Exercise goal —
Copy the listing exactly, please, and keep every picture out of it.
________
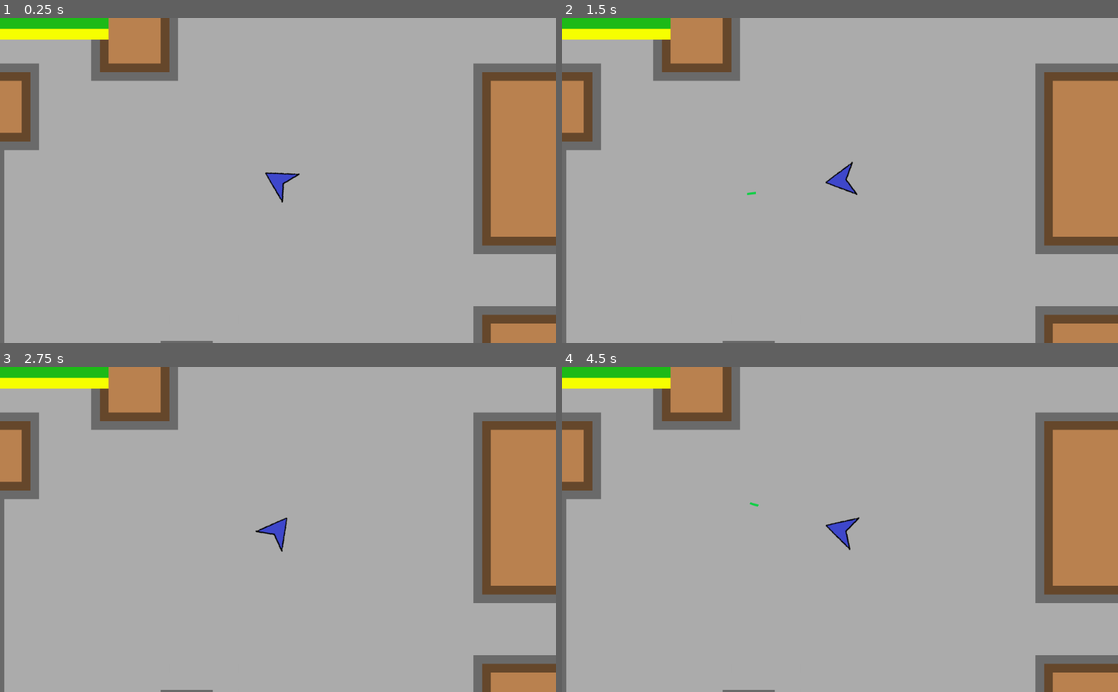
Above: before the commit, frames 1-4 (two rows, left to right).
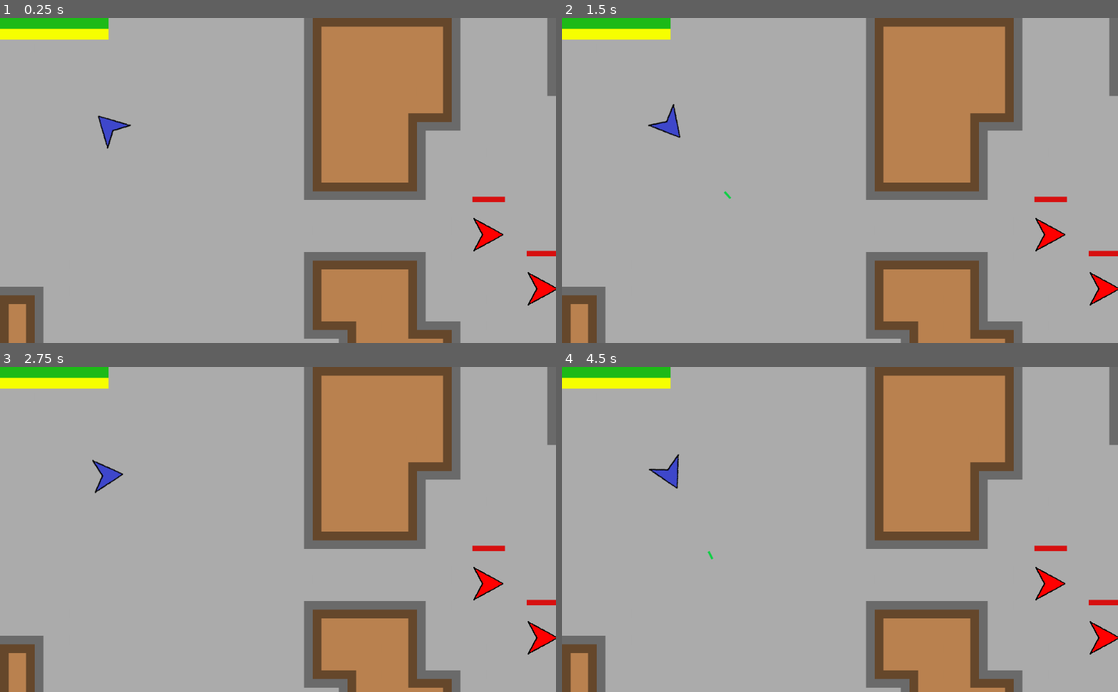
Above: after the commit, the same moments.

Repository: afkpuezo/blinkshooter
Game: Godot game, scene res://scenes/demos/demo.tscn
Same seed, same stepped clock (60 frames per second), same inputs: the game is played once before the commit and once after it.
Inputs (mouse positions are in pixels of both pictures, inside the frame that each line leads up to):
- Up to frame 1 (0.25 s): no input
- Up to frame 2 (1.5 s): tap Enter at 0.5 s; move the mouse to (962, 164) at 0.52 s; click (962, 164) at 0.6 s; tap Space at 1.25 s; move the mouse to (728, 196) at 1.27 s; click (728, 196) at 1.35 s
- Up to frame 3 (2.75 s): tap Enter at 2 s; move the mouse to (333, 458) at 2.02 s; click (333, 458) at 2.1 s
- Up to frame 4 (4.5 s): tap Space at 2.75, 4.25 s; move the mouse to (812, 594) at 2.77 s; click (812, 594) at 2.85 s; tap Enter at 3.5 s; move the mouse to (1006, 578) at 3.52 s; click (1006, 578) at 3.6 s; move the mouse to (673, 480) at 4.27 s; click (673, 480) at 4.35 s

The runs differ from the first frame. In frame 1, 39% of the frame differs, in the area x 0-100%, y 0-100%; in frame 2, 39%; in frame 3, 39%; in frame 4, 39%.

Commit message:
experimented with camera stuff, not done yet

Diff:
--- a/scenes/units/player.tscn
+++ b/scenes/units/player.tscn
@@ -109,11 +109,6 @@
 script = ExtResource( 9 )
 num_slots = 2
 
-[node name="Camera2D" type="Camera2D" parent="."]
-current = true
-smoothing_enabled = true
-smoothing_speed = 7.0
-
 [node name="Buffs" type="Node2D" parent="."]
 
 [connection signal="value_changed" from="CombatResources/Health" to="." method="_check_for_death"]
--- a/scripts/singletons/game_events.gd
+++ b/scripts/singletons/game_events.gd
@@ -14,6 +14,11 @@
 # ----------
 # Player related
 # ----------
+
+
+## msg fields: "player"
+# warning-ignore:unused_signal
+signal player_spawned(msg)
 
 
 ## used for changes to player combat stats
--- a/scripts/ui/bars/enemy_health_bar.gd
+++ b/scripts/ui/bars/enemy_health_bar.gd
@@ -11,7 +11,7 @@
 func assign_enemy(e):
 	enemy = e
 	# to follow an enemy
-	enemy.connect("died", self, "on_enemy_died")
+	enemy.connect("tree_exiting", self, "on_enemy_died")
 	var hp: CombatResource = CombatResource.get_resource(enemy, CombatResource.Type.HEALTH)
 	if hp:
 		# warning-ignore:return_value_discarded
--- a/scripts/units/player.gd
+++ b/scripts/units/player.gd
@@ -9,7 +9,7 @@
 
 
 # ----------
-# static funcs		if should_attack():		if should_attack():
+# static funcs
 # ----------
 
 
@@ -21,6 +21,9 @@
 # instance-level methods
 # ----------
 
+
+func _ready() -> void:
+	GameEvents.emit_signal("player_spawned", {'player': self})
 
 ## can't use the Player class in this script, looking for this method will do the same thing
 ## pretty gross
________
Solution to the problem —
Above: before the commit, frames 1-4 (two rows, left to right).
Above: after the commit, the same moments.

Repository: afkpuezo/blinkshooter
Game: Godot game, scene res://scenes/demos/demo.tscn
Same seed, same stepped clock (60 frames per second), same inputs: the game is played once before the commit and once after it.
Inputs (mouse positions are in pixels of both pictures, inside the frame that each line leads up to):
- Up to frame 1 (0.25 s): no input
- Up to frame 2 (1.5 s): tap Enter at 0.5 s; move the mouse to (962, 164) at 0.52 s; click (962, 164) at 0.6 s; tap Space at 1.25 s; move the mouse to (728, 196) at 1.27 s; click (728, 196) at 1.35 s
- Up to frame 3 (2.75 s): tap Enter at 2 s; move the mouse to (333, 458) at 2.02 s; click (333, 458) at 2.1 s
- Up to frame 4 (4.5 s): tap Space at 2.75, 4.25 s; move the mouse to (812, 594) at 2.77 s; click (812, 594) at 2.85 s; tap Enter at 3.5 s; move the mouse to (1006, 578) at 3.52 s; click (1006, 578) at 3.6 s; move the mouse to (673, 480) at 4.27 s; click (673, 480) at 4.35 s

The runs differ from the first frame. In frame 1, 39% of the frame differs, in the area x 0-100%, y 0-100%; in frame 2, 39%; in frame 3, 39%; in frame 4, 39%.

Commit message:
experimented with camera stuff, not done yet

Diff:
--- a/scenes/units/player.tscn
+++ b/scenes/units/player.tscn
@@ -109,11 +109,6 @@
 script = ExtResource( 9 )
 num_slots = 2
 
-[node name="Camera2D" type="Camera2D" parent="."]
-current = true
-smoothing_enabled = true
-smoothing_speed = 7.0
-
 [node name="Buffs" type="Node2D" parent="."]
 
 [connection signal="value_changed" from="CombatResources/Health" to="." method="_check_for_death"]
--- a/scripts/singletons/game_events.gd
+++ b/scripts/singletons/game_events.gd
@@ -14,6 +14,11 @@
 # ----------
 # Player related
 # ----------
+
+
+## msg fields: "player"
+# warning-ignore:unused_signal
+signal player_spawned(msg)
 
 
 ## used for changes to player combat stats
--- a/scripts/ui/bars/enemy_health_bar.gd
+++ b/scripts/ui/bars/enemy_health_bar.gd
@@ -11,7 +11,7 @@
 func assign_enemy(e):
 	enemy = e
 	# to follow an enemy
-	enemy.connect("died", self, "on_enemy_died")
+	enemy.connect("tree_exiting", self, "on_enemy_died")
 	var hp: CombatResource = CombatResource.get_resource(enemy, CombatResource.Type.HEALTH)
 	if hp:
 		# warning-ignore:return_value_discarded
--- a/scripts/units/player.gd
+++ b/scripts/units/player.gd
@@ -9,7 +9,7 @@
 
 
 # ----------
-# static funcs		if should_attack():		if should_attack():
+# static funcs
 # ----------
 
 
@@ -21,6 +21,9 @@
 # instance-level methods
 # ----------
 
+
+func _ready() -> void:
+	GameEvents.emit_signal("player_spawned", {'player': self})
 
 ## can't use the Player class in this script, looking for this method will do the same thing
 ## pretty gross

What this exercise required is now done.